-- RECORDS SHOWN follows --

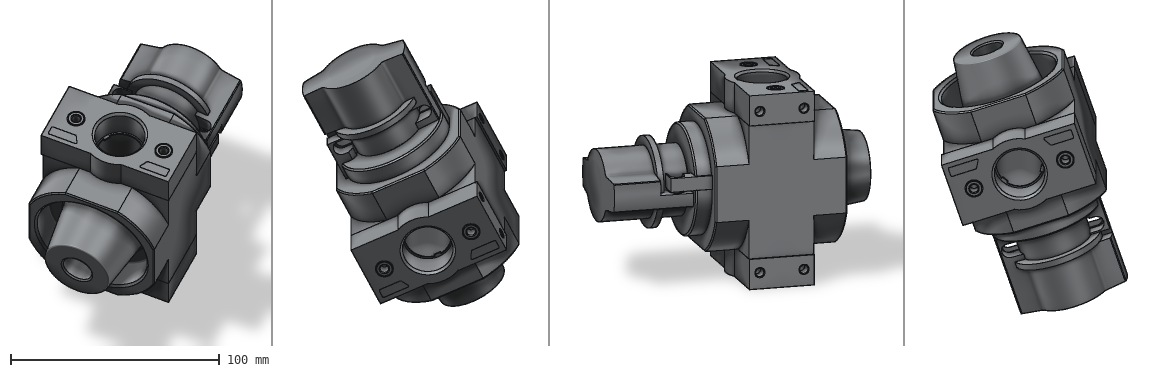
import cadquery as cq
import math


block_half = 33.0
end_corner_radius = 35.8
block_half_depth = 16.2
housing_half_length = 32.9
end_chamfer = 0.7

recess_diameter = 58.0
recess_chamfer = 1.0
recess_floor_fillet = 1.0
recess_floor_y = -17.9
cone_tip_y = -49.5
cone_tip_diameter = 34.0
cone_root_diameter = 42.7
cone_tip_fillet = 0.8
cone_base_diameter = 44.5
cone_base_thickness = 1.3
cone_hole_diameter = 15.0
cone_hole_chamfer = 0.8
cone_hole_depth = 19.9

flange_top_z = 48.0
flange_overhang = 1.0
flange_boss_diameter = 36.2
port_diameter = 24.1
port_chamfer = 1.2
port_lip_diameter = 22.5
port_lip_thickness = 0.8
port_lug_width = 3.3
port_lug_height = 0.9
port_lug_angles = (30, 150, 270)

pilot_diameter = 4.1
pilot_mouth_diameter = 5.0
pilot_depth = 6.0
drill_point_angle = 118
side_hole_spacing = 22.0
side_hole_z = 39.9

insert_diameter = 8.5
insert_chamfer = 0.5
insert_length = 10.6
insert_x = 23.1

label_inner_x = 16.2
label_outer_x_plus = 30.5
label_outer_x_minus = 31.5
label_slant = 2.7
label_y_min = -13.8
label_y_max = -9.1
label_corner_radius = 0.7
label_depth = 0.1

collar_diameter = 54.9
collar_end_y = 41.0
collar_chamfer = 0.8
tab_end_y = 53.4
tab_inner_x = 17.8
tab_outer_x = 27.6
tab_z_min = 1.3
tab_z_max = 8.1
tab_bevel = 2.4

slot_y = 49.0
tab_slot_width = 7.3
tab_slot_end_x = 26.0
wing_slot_width = 7.0
wing_slot_end_x = 25.3

knob_end_y = 83.1
knob_front_y = 42.0
knob_end_flat_diameter = 24.4
knob_end_rim_diameter = 54.9
knob_end_drop = 1.6
hub_diameter = 35.3
wing_tip_x = 27.2
wing_face_edge_x = 26.5
wing_face_edge_z = 6.6
wing_side_end_x = 26.0
wing_side_end_z = 7.0
wing_root_x = 14.6
wing_root_z = 8.5
wing_root_fillet = 3.2
disc_diameter = 44.5
disc_y_min = 55.3
disc_y_max = 58.3
stem_diameter = 30.0
stem_end_y = 26.5


def y_cylinder(diameter, y_start, y_end):
    """Cylinder on the valve axis."""
    return (
        cq.Workplane("XZ", origin=(0, y_start, 0))
        .circle(diameter / 2)
        .extrude(y_start - y_end)
    )


def box_between(x_range, y_range, z_range):
    """Box spanning the given ranges along X, Y and Z."""
    size = [high - low for low, high in (x_range, y_range, z_range)]
    middle = [(high + low) / 2 for low, high in (x_range, y_range, z_range)]
    return cq.Workplane("XY").box(*size).translate(tuple(middle))


def half_turn(body):
    """The same body turned by 180 degrees about the valve axis."""
    return body.rotate((0, 0, 0), (0, 1, 0), 180)


def mirrored_below(body):
    """The same body on the bottom side of the valve."""
    return body.mirror("XY")


def drilled_hole():
    """Drill shape with a chamfered mouth at the origin, going down along -Z."""
    radius = pilot_diameter / 2
    mouth_radius = pilot_mouth_diameter / 2
    point_length = radius / math.tan(math.radians(drill_point_angle / 2))
    return (
        cq.Workplane("XZ")
        .moveTo(0, 0)
        .lineTo(mouth_radius, 0)
        .lineTo(radius, radius - mouth_radius)
        .lineTo(radius, -pilot_depth)
        .lineTo(0, -pilot_depth - point_length)
        .close()
        .revolve(360, (0, 0, 0), (0, 1, 0))
    )


def padlock_slot(width, end_x):
    """Vertical slot across the valve axis with rounded ends at -end_x and +end_x."""
    return (
        cq.Workplane("XY", origin=(0, slot_y, 0))
        .slot2D(2 * end_x, width)
        .extrude(block_half, both=True)
    )


def lock_tab():
    """Flat tab on the -X side that stands out of the housing's rear face."""
    tab = box_between(
        (-tab_outer_x, -tab_inner_x), (housing_half_length, tab_end_y), (tab_z_min, tab_z_max)
    )
    bevel_end_y = slot_y - tab_slot_width / 2
    bevel = (
        cq.Workplane("XZ", origin=(-tab_inner_x, bevel_end_y, tab_z_max))
        .polyline([(0, 0), (-tab_bevel, 0), (0, -tab_bevel)])
        .close()
        .extrude(bevel_end_y - collar_end_y)
    )
    return tab.cut(padlock_slot(tab_slot_width, tab_slot_end_x)).cut(bevel)


def lip_bore():
    """Bore through the lip at a flange's inner face, with three lugs left standing on its wall."""
    bore = cq.Workplane("XY").circle(port_lip_diameter / 2).extrude(port_lip_thickness)
    lug_inner_radius = port_lip_diameter / 2 - port_lug_height
    for angle in port_lug_angles:
        lug = box_between(
            (lug_inner_radius, port_lip_diameter),
            (-port_lug_width / 2, port_lug_width / 2),
            (0, port_lip_thickness),
        )
        bore = bore.cut(lug.rotate((0, 0, 0), (0, 0, 1), angle))
    return bore.translate((0, 0, block_half))


def make_housing():
    square = 2 * block_half
    ends = cq.Workplane("XY").box(square, 2 * housing_half_length, square)
    rounding = y_cylinder(2 * end_corner_radius, -housing_half_length, housing_half_length)
    ends = ends.intersect(rounding).faces("<Y or >Y").chamfer(end_chamfer)
    block = cq.Workplane("XY").box(square, 2 * block_half_depth, square)
    collar = y_cylinder(collar_diameter, 0, collar_end_y).faces(">Y").chamfer(collar_chamfer)
    tab = lock_tab()
    housing = ends.union(block).union(collar).union(tab).union(half_turn(tab))

    recess = y_cylinder(recess_diameter, -housing_half_length, recess_floor_y)
    recess = recess.faces(">Y").edges().fillet(recess_floor_fillet)
    recess_mouth = (
        cq.Workplane("XZ", origin=(0, -housing_half_length, 0))
        .circle(recess_diameter / 2 + recess_chamfer)
        .workplane(offset=-recess_chamfer)
        .circle(recess_diameter / 2)
        .loft()
    )
    cone_seat = y_cylinder(cone_base_diameter, recess_floor_y, recess_floor_y + cone_base_thickness)
    stem_hole = y_cylinder(stem_diameter, stem_end_y, collar_end_y)
    port_bore = cq.Workplane("XY").circle(port_diameter / 2).extrude(block_half, both=True)
    return housing.cut(recess).cut(recess_mouth).cut(cone_seat).cut(stem_hole).cut(port_bore)


def make_cone():
    root_radius = cone_root_diameter / 2
    tip_radius = cone_tip_diameter / 2
    base_radius = cone_base_diameter / 2
    seat_y = recess_floor_y + cone_base_thickness
    cone = (
        cq.Workplane("XY")
        .moveTo(0, cone_tip_y)
        .lineTo(tip_radius, cone_tip_y)
        .lineTo(root_radius, recess_floor_y)
        .lineTo(base_radius, recess_floor_y)
        .lineTo(base_radius, seat_y)
        .lineTo(0, seat_y)
        .close()
        .revolve(360, (0, 0, 0), (0, 1, 0))
    )
    cone = cone.faces("<Y").edges().fillet(cone_tip_fillet)
    hole = y_cylinder(cone_hole_diameter, cone_tip_y, cone_tip_y + cone_hole_depth)
    hole_edge = cq.selectors.RadiusNthSelector(0)
    return cone.cut(hole).faces("<Y").edges(hole_edge).chamfer(cone_hole_chamfer)


def label_recess(outer_x):
    """Shallow label recess with one slanted end, on the +X side of the top flange."""
    return (
        cq.Workplane("XY", origin=(0, 0, flange_top_z - label_depth))
        .polyline([
            (label_inner_x, label_y_min),
            (outer_x, label_y_min),
            (outer_x, label_y_max),
            (label_inner_x + label_slant, label_y_max),
        ])
        .close()
        .extrude(label_depth)
        .edges("|Z")
        .fillet(label_corner_radius)
    )


def make_top_flange():
    plate = box_between(
        (-block_half - flange_overhang, block_half),
        (-block_half_depth, block_half_depth),
        (block_half, flange_top_z),
    )
    plane = cq.Workplane("XY", origin=(0, 0, block_half))
    thickness = flange_top_z - block_half
    boss = plane.circle(flange_boss_diameter / 2).extrude(thickness)
    bore = plane.workplane(offset=port_lip_thickness).circle(port_diameter / 2).extrude(thickness)
    flange = plate.union(boss).cut(bore).cut(lip_bore())
    flange = flange.faces(">Z").edges("%CIRCLE").edges(cq.selectors.RadiusNthSelector(0))
    flange = flange.chamfer(port_chamfer)

    flange = flange.cut(label_recess(label_outer_x_plus))
    flange = flange.cut(label_recess(label_outer_x_minus).mirror("YZ"))
    side_hole = drilled_hole().rotate((0, 0, 0), (0, 1, 0), -90)
    for side in (-1, 1):
        seat = cq.Workplane("XY", origin=(side * insert_x, 0, flange_top_z))
        flange = flange.cut(seat.circle(insert_diameter / 2).extrude(-insert_length))
        hole_place = (-block_half - flange_overhang, side * side_hole_spacing / 2, side_hole_z)
        flange = flange.cut(side_hole.translate(hole_place))
    return flange


def make_insert(side):
    """Threaded insert of the top flange on the given X side."""
    insert = (
        cq.Workplane("XY")
        .circle(insert_diameter / 2)
        .extrude(-insert_length)
        .faces(">Z")
        .chamfer(insert_chamfer)
        .cut(drilled_hole())
    )
    return insert.translate((side * insert_x, 0, flange_top_z))


def wings(y_start, y_end):
    """Both wings as one bar: sides tapering outward, bevels, and gently curved outer faces."""
    return (
        cq.Workplane("XZ", origin=(0, y_start, 0))
        .moveTo(-wing_root_x, wing_root_z)
        .lineTo(wing_root_x, wing_root_z)
        .lineTo(wing_side_end_x, wing_side_end_z)
        .lineTo(wing_face_edge_x, wing_face_edge_z)
        .threePointArc((wing_tip_x, 0), (wing_face_edge_x, -wing_face_edge_z))
        .lineTo(wing_side_end_x, -wing_side_end_z)
        .lineTo(wing_root_x, -wing_root_z)
        .lineTo(-wing_root_x, -wing_root_z)
        .lineTo(-wing_side_end_x, -wing_side_end_z)
        .lineTo(-wing_face_edge_x, -wing_face_edge_z)
        .threePointArc((-wing_tip_x, 0), (-wing_face_edge_x, wing_face_edge_z))
        .lineTo(-wing_side_end_x, wing_side_end_z)
        .close()
        .extrude(y_start - y_end)
    )


def grip():
    """Rear grip: round hub with two wings, blended at the roots, with a shallow conical end."""
    hub = y_cylinder(hub_diameter, disc_y_max, knob_end_y)
    body = hub.union(wings(disc_y_max, knob_end_y))
    roots = cq.selectors.BoxSelector(
        (-hub_diameter / 2, disc_y_max, -hub_diameter / 2),
        (hub_diameter / 2, knob_end_y, hub_diameter / 2),
    )
    body = body.edges("|Y").edges(roots).fillet(wing_root_fillet)

    end_shape = (
        cq.Workplane("XY")
        .moveTo(0, disc_y_max)
        .lineTo(knob_end_rim_diameter / 2, disc_y_max)
        .lineTo(knob_end_rim_diameter / 2, knob_end_y - knob_end_drop)
        .lineTo(knob_end_flat_diameter / 2, knob_end_y)
        .lineTo(0, knob_end_y)
        .close()
        .revolve(360, (0, 0, 0), (0, 1, 0))
    )
    return body.intersect(end_shape)


def half_wing():
    """Lower half of the -X wing, continuing the grip forward beside the lock tab."""
    lower_left = box_between((-wing_tip_x, 0), (knob_front_y, disc_y_max), (-wing_root_z, 0))
    wing = wings(knob_front_y, disc_y_max).intersect(lower_left)
    return wing.cut(padlock_slot(wing_slot_width, wing_slot_end_x))


def make_knob():
    hub = y_cylinder(hub_diameter, knob_front_y, disc_y_max)
    disc = y_cylinder(disc_diameter, disc_y_min, disc_y_max)
    stem = y_cylinder(stem_diameter, stem_end_y, knob_front_y)
    wing = half_wing()
    return grip().union(wing).union(half_turn(wing)).union(hub).union(disc).union(stem)


housing = make_housing()
cone = make_cone()
knob = make_knob()
top_flange = make_top_flange()
bottom_flange = mirrored_below(top_flange)

inserts = cq.Workplane("XY")
for side in (-1, 1):
    insert = make_insert(side)
    inserts = inserts.add(insert).add(mirrored_below(insert))

result = cq.Compound.makeCompound([
    housing.val(),
    cone.val(),
    knob.val(),
    top_flange.val(),
    bottom_flange.val(),
    *inserts.vals(),
])

-- RECORDS SHOWN concluded --

### ASSIGNMENT
Each line of the data in which the string "translate" appears needs to be copied.

### WRITTEN SOLUTION
    return cq.Workplane("XY").box(*size).translate(tuple(middle))
    return bore.translate((0, 0, block_half))
        flange = flange.cut(side_hole.translate(hole_place))
    return insert.translate((side * insert_x, 0, flange_top_z))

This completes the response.